Not at all disagreeing with that - though I think there's another angle to this that often doesn't come up.
But first - there's no getting around the leg up that parental support is. Not necessarily actual "given money by their parents" - but in a sense, "in kind" I guess it is. Getting started means at least minimal gear, getting good usually means education - lessons, coaching, school.... And the younger one gets serious the better - this usually means as a teenager, playing in school, playing in bands - spending gas money and chewing up drumsticks for a billion playing activities that generate next to no revenue. And when done pretty fully leaves little time for sports... nor anything like part-time "teen" type jobs. (I knew some serious young players that had to work part time jobs, while going to school to say, have a car - and they did, but it slowed them down.... made it harder.) So certainly, taking advantage of every advantage is a factor.
But the main thing I wanted to touch on regarding persistence is the inability of many players to assess the attainability of their specific goals. Of course setting goals is a good thing. But when shooting for a very long odds goal (and most goals in music are exactly that), one needs to really assess how long the odds are. IMO one way to improve the odds is to pursue many parallel, related goals concurrently.
I've seen so many folks shoot themselves in the foot by deciding their goal was to succeed in this kind of band, taking a specific path. They start with the sort of band they want to have success with - and that's it. They just work at that - they persevere with that, till it peters out, then do it again with another similar band. At first glance, that might seem like a focused plan. But in reality - it greatly reduces a young player's opportunities to gain experience and just get better.

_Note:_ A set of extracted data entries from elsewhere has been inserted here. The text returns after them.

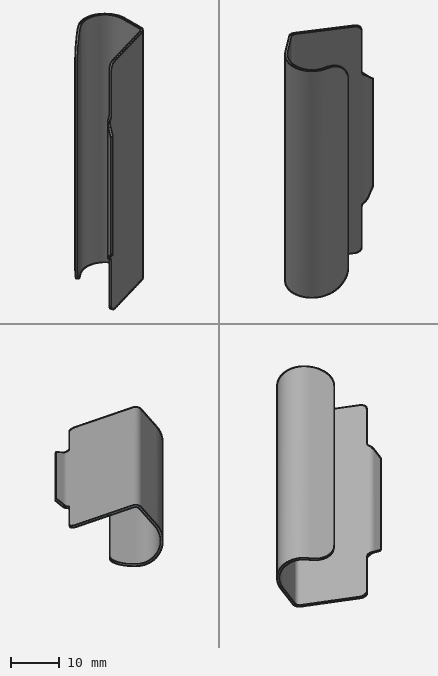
import cadquery as cq
import math

LENGTH = 60.0
WIDTH = 14.5
DEPTH = 20.0
THICKNESS = 0.5

CURL_RADIUS = 5.5
CURL_SLOPE = 20.0
LIP_END_Y = -12.5
LIP_CORNER_RADIUS = 5.0

BEND_RADIUS = 1.5
FLARE_ANGLE = 45.0
FLARE_START_Y = -17.7

PLATE_EDGE_Y = -17.35
PLATE_CORNER_RADIUS = 1.5
TAB_ROOT_RADIUS = 1.0
TAB_ROOT_HALF = 17.0
CUT_MARGIN = 1.2

INNER_BEND_RADIUS = BEND_RADIUS - THICKNESS
slope = math.radians(CURL_SLOPE)
flare = math.radians(FLARE_ANGLE)

flare_end_y = FLARE_START_Y - BEND_RADIUS * math.sin(flare)
flare_bend_shift = BEND_RADIUS * (1 - math.cos(flare))
flare_run = (DEPTH + flare_end_y) / math.cos(flare)
plate_inner_x = WIDTH - THICKNESS * math.cos(flare) - flare_run * math.sin(flare) - flare_bend_shift
plate_outer_x = plate_inner_x + THICKNESS

unrolled_bend = (BEND_RADIUS - THICKNESS / 2) * flare
bend_end_z = TAB_ROOT_HALF - unrolled_bend
tip_z = bend_end_z - flare_run


def polar(center, radius, angle):
    """Point on a circle, with the angle in radians from +X."""
    return (center[0] + radius * math.cos(angle), center[1] + radius * math.sin(angle))


def bent_section():
    curl = (CURL_RADIUS, -CURL_RADIUS)
    curl_inner = CURL_RADIUS - THICKNESS
    lip_angle = math.pi + slope
    web_angle = math.pi / 2 - slope
    curl_mid = (lip_angle + web_angle) / 2

    lip_start = polar(curl, CURL_RADIUS, lip_angle)
    lip_run = (lip_start[1] - LIP_END_Y) / math.cos(slope)
    lip_outer = (lip_start[0] + lip_run * math.sin(slope), LIP_END_Y)
    lip_inner = polar(lip_outer, THICKNESS, slope)

    web_start = polar(curl, CURL_RADIUS, web_angle)
    shoulder_x = plate_outer_x - BEND_RADIUS
    web_end_x = shoulder_x + BEND_RADIUS * math.sin(slope)
    web_end_y = web_start[1] - (web_end_x - web_start[0]) * math.tan(slope)
    shoulder = (shoulder_x, web_end_y - BEND_RADIUS * math.cos(slope))
    shoulder_mid = web_angle / 2

    flare_center = (plate_inner_x + BEND_RADIUS, FLARE_START_Y)
    flare_angle = math.pi + flare
    flare_mid = math.pi + flare / 2
    tip_near = (plate_inner_x + flare_bend_shift + flare_run * math.sin(flare), -DEPTH)
    tip_far = polar(tip_near, THICKNESS, flare)

    return (
        cq.Workplane("XY", origin=(0, 0, -LENGTH / 2))
        .moveTo(*lip_outer)
        .lineTo(*lip_start)
        .threePointArc(polar(curl, CURL_RADIUS, curl_mid), web_start)
        .lineTo(web_end_x, web_end_y)
        .threePointArc(polar(shoulder, BEND_RADIUS, shoulder_mid), (plate_outer_x, shoulder[1]))
        .lineTo(plate_outer_x, FLARE_START_Y)
        .threePointArc(
            polar(flare_center, INNER_BEND_RADIUS, flare_mid),
            polar(flare_center, INNER_BEND_RADIUS, flare_angle),
        )
        .lineTo(*tip_far)
        .lineTo(*tip_near)
        .lineTo(*polar(flare_center, BEND_RADIUS, flare_angle))
        .threePointArc(polar(flare_center, BEND_RADIUS, flare_mid), (plate_inner_x, FLARE_START_Y))
        .lineTo(plate_inner_x, shoulder[1])
        .threePointArc(
            polar(shoulder, INNER_BEND_RADIUS, shoulder_mid),
            polar(shoulder, INNER_BEND_RADIUS, web_angle),
        )
        .lineTo(*polar(curl, curl_inner, web_angle))
        .threePointArc(polar(curl, curl_inner, curl_mid), polar(curl, curl_inner, lip_angle))
        .lineTo(*lip_inner)
        .close()
        .extrude(LENGTH)
    )


def round_lip_corners(body):
    size = 2 * THICKNESS
    tip_box = cq.selectors.BoxSelector(
        (0, LIP_END_Y - size, -LENGTH), (plate_inner_x / 2, LIP_END_Y + size, LENGTH), boundingbox=False
    )
    end_edges = body.faces("<Z or >Z").edges(tip_box)
    return end_edges.fillet(LIP_CORNER_RADIUS)


def tab_cutter():
    """Material beside the tab at the +Z end; the tab ends run at 45 degrees in the unbent sheet."""
    end_z = LENGTH / 2
    root_z = TAB_ROOT_HALF
    corner_z = root_z + PLATE_EDGE_Y - FLARE_START_Y
    setback = TAB_ROOT_RADIUS * math.tan(math.pi / 8)
    root_center = (PLATE_EDGE_Y - TAB_ROOT_RADIUS, corner_z + setback)
    half_bend_y = FLARE_START_Y - BEND_RADIUS * math.sin(flare / 2)

    plate_corner = (PLATE_EDGE_Y + PLATE_CORNER_RADIUS, end_z - PLATE_CORNER_RADIUS)
    beyond_tip = -DEPTH - CUT_MARGIN
    return (
        cq.Workplane("YZ", origin=(plate_inner_x - CUT_MARGIN, 0, 0))
        .moveTo(plate_corner[0], end_z)
        .threePointArc(
            polar(plate_corner, PLATE_CORNER_RADIUS, 3 * math.pi / 4),
            (PLATE_EDGE_Y, plate_corner[1]),
        )
        .lineTo(*polar(root_center, TAB_ROOT_RADIUS, 0))
        .threePointArc(
            polar(root_center, TAB_ROOT_RADIUS, -math.pi / 8),
            polar(root_center, TAB_ROOT_RADIUS, -math.pi / 4),
        )
        .lineTo(FLARE_START_Y, root_z)
        .threePointArc((half_bend_y, root_z - unrolled_bend / 2), (flare_end_y, bend_end_z))
        .lineTo(-DEPTH, tip_z)
        .lineTo(beyond_tip, tip_z)
        .lineTo(beyond_tip, end_z + CUT_MARGIN)
        .lineTo(plate_corner[0], end_z + CUT_MARGIN)
        .close()
        .extrude(WIDTH)
    )


def flare_end_cutter():
    """Carries the sloping tab end through the sheet thickness, along the bend and the flat flare."""
    inner_bend_run = INNER_BEND_RADIUS * math.sin(flare)
    flare_plane = cq.Plane(
        origin=(plate_inner_x + flare_bend_shift, flare_end_y, 0),
        xDir=(math.sin(flare), -math.cos(flare), 0),
        normal=(math.cos(flare), math.sin(flare), 0),
    )
    return (
        cq.Workplane(flare_plane)
        .moveTo(-inner_bend_run, TAB_ROOT_HALF)
        .lineTo(0, bend_end_z)
        .lineTo(flare_run, tip_z)
        .lineTo(flare_run + CUT_MARGIN, tip_z)
        .lineTo(flare_run + CUT_MARGIN, TAB_ROOT_HALF)
        .close()
        .extrude(THICKNESS + CUT_MARGIN)
    )


result = round_lip_corners(bent_section())
for cutter in (tab_cutter(), flare_end_cutter()):
    result = result.cut(cutter).cut(cutter.mirror("XY"))

Whereas getting more irons in the fire invariable means playing more - with more people, more settings, but most importantly.... more. But of course, the mindset required approach it that has to allow for any of those alternate paths to become dominant for awhile. Frankly I don't know that I've met anyone that survived for long pursuing this as a career with the idea that "I'm only going to play the music I want to play in the kind of setting I want to play it in... period" - with anything outside the being a distraction. And that IMO can be pursued until one is blue in the face with very very very long odds of working out.
So many players I've worked with over the years tended to have goals with a wider focus.... "I want to be able to play drums with good players" - "I would love to have a career playing drums". A broader focus hopefully allow for a wider range of opportunities to be caught - but in the meantime, it boils down to first playing with anyone that will play with you, and then pursuing and accepting in and every gig that pays money...
Will persevering in that way insure being able to make a living playing?.... Oh, no. There's still the issue of way too many aspiring professionals and way way too few jobs - a situation that has done nothing but dramatically digress in the past 20 years or so. So competition is simple huge. So being better is more important than ever - and better meaning the whole package - playing ability, musical sensibilities, people skills, versatility, etc. etc. All this path does is focus that perseverance down a path that has a greater chance of success - than the more "win the Loto" approach.